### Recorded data
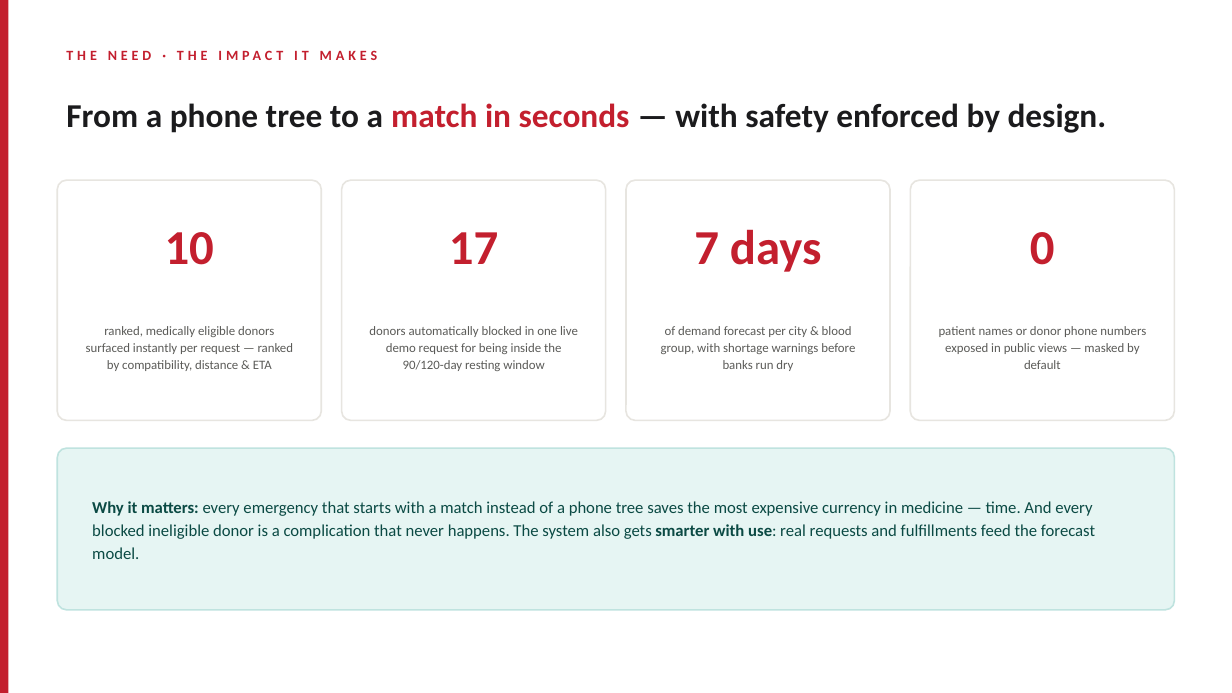
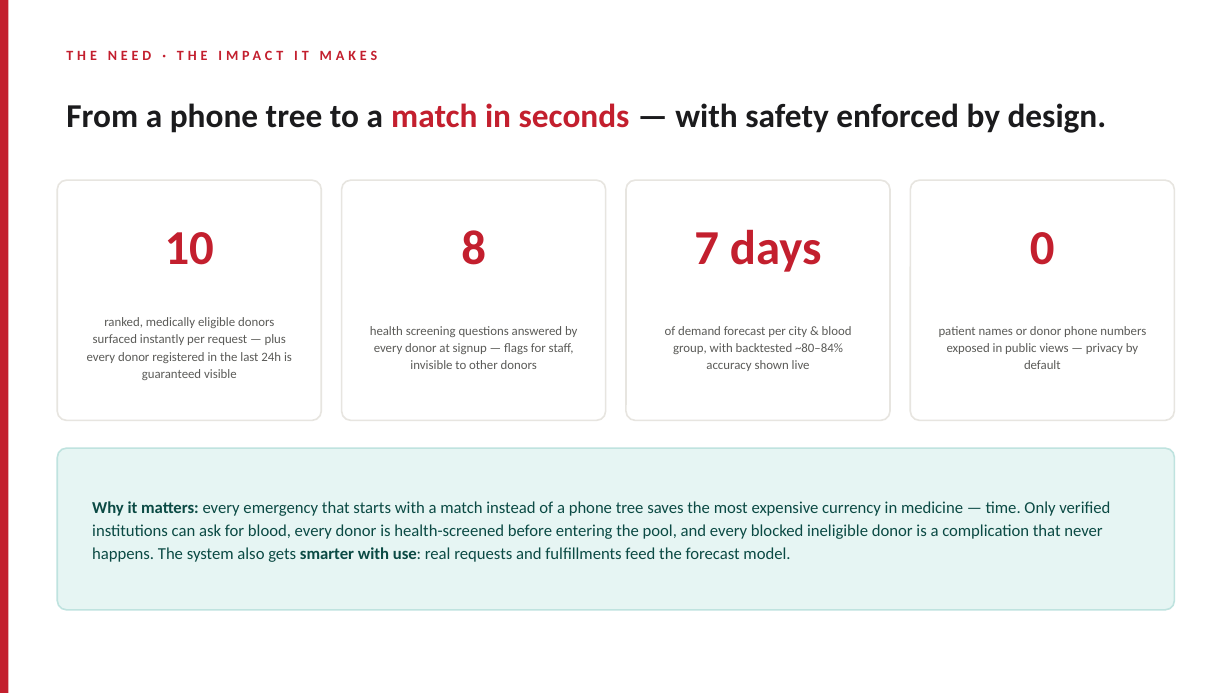
Before and after one commit to sana1234-tech/bloodbridge-AI, a slide deck: slide 5 of presentation/BloodBridge-AI-Presentation.pptx (slide 4 before the commit). Drawn at 1232x693 pixels with LibreOffice and Linux fonts; fonts in the diff are those of the drawing. Boxes give left, top, right and bottom in pixels: in the first picture for what was removed or moved away, otherwise in the second. Text is boxed around its words. In the diff, an @@ line names an element or a change of style, - is before the commit and + after.

Commit message:
Rebuild project presentation: 11 slides with auth, verification, health screening, privacy and live deployment; fresh production screenshots; backdate seeded donor registration

```diff
--- a/presentation/BloodBridge-AI-Presentation.pptx
+++ b/presentation/BloodBridge-AI-Presentation.pptx
@@ text at (461, 230, 486, 265): text changed @@
-17
+8
@@ text at (87, 317, 292, 380): text changed @@
-ranked, medically eligible donors surfaced instantly per request — ranked by compatibility, distance & ETA
+ranked, medically eligible donors surfaced instantly per request — plus every donor registered in the last 24h is guaranteed visible
@@ text at (370, 326, 577, 369): text changed @@
-donors automatically blocked in one live demo request for being inside the 90/120-day resting window
+health screening questions answered by every donor at signup — flags for staff, invisible to other donors
@@ text at (665, 326, 852, 371): text changed @@
-of demand forecast per city & blood group, with shortage warnings before banks run dry
+of demand forecast per city & blood group, with backtested ~80–84% accuracy shown live
@@ text at (939, 326, 1146, 369): text changed @@
-patient names or donor phone numbers exposed in public views — masked by default
+patient names or donor phone numbers exposed in public views — privacy by default
@@ text at (92, 501, 1110, 562): text changed @@
-Why it matters: every emergency that starts with a match instead of a phone tree saves the most expensive currency in medicine — time. And every blocked ineligible donor is a complication that never happens. The system also gets smarter with use: real requests and fulfillments feed the forecast model.
+Why it matters: every emergency that starts with a match instead of a phone tree saves the most expensive currency in medicine — time. Only verified institutions can ask for blood, every donor is health-screened before entering the pool, and every blocked ineligible donor is a complication that never happens. The system also gets smarter with use: real requests and fulfillments feed the forecast model.
```
Also in this commit, not shown: 8 other slides changed, 1 slide added, 9 other files.

### What to do
A word-for-word transcription of the entries above, free of images, is what is wanted.

### Your solution
Before and after one commit to sana1234-tech/bloodbridge-AI, a slide deck: slide 5 of presentation/BloodBridge-AI-Presentation.pptx (slide 4 before the commit). Drawn at 1232x693 pixels with LibreOffice and Linux fonts; fonts in the diff are those of the drawing. Boxes give left, top, right and bottom in pixels: in the first picture for what was removed or moved away, otherwise in the second. Text is boxed around its words. In the diff, an @@ line names an element or a change of style, - is before the commit and + after.

Commit message:
Rebuild project presentation: 11 slides with auth, verification, health screening, privacy and live deployment; fresh production screenshots; backdate seeded donor registration

```diff
--- a/presentation/BloodBridge-AI-Presentation.pptx
+++ b/presentation/BloodBridge-AI-Presentation.pptx
@@ text at (461, 230, 486, 265): text changed @@
-17
+8
@@ text at (87, 317, 292, 380): text changed @@
-ranked, medically eligible donors surfaced instantly per request — ranked by compatibility, distance & ETA
+ranked, medically eligible donors surfaced instantly per request — plus every donor registered in the last 24h is guaranteed visible
@@ text at (370, 326, 577, 369): text changed @@
-donors automatically blocked in one live demo request for being inside the 90/120-day resting window
+health screening questions answered by every donor at signup — flags for staff, invisible to other donors
@@ text at (665, 326, 852, 371): text changed @@
-of demand forecast per city & blood group, with shortage warnings before banks run dry
+of demand forecast per city & blood group, with backtested ~80–84% accuracy shown live
@@ text at (939, 326, 1146, 369): text changed @@
-patient names or donor phone numbers exposed in public views — masked by default
+patient names or donor phone numbers exposed in public views — privacy by default
@@ text at (92, 501, 1110, 562): text changed @@
-Why it matters: every emergency that starts with a match instead of a phone tree saves the most expensive currency in medicine — time. And every blocked ineligible donor is a complication that never happens. The system also gets smarter with use: real requests and fulfillments feed the forecast model.
+Why it matters: every emergency that starts with a match instead of a phone tree saves the most expensive currency in medicine — time. Only verified institutions can ask for blood, every donor is health-screened before entering the pool, and every blocked ineligible donor is a complication that never happens. The system also gets smarter with use: real requests and fulfillments feed the forecast model.
```
Also in this commit, not shown: 8 other slides changed, 1 slide added, 9 other files.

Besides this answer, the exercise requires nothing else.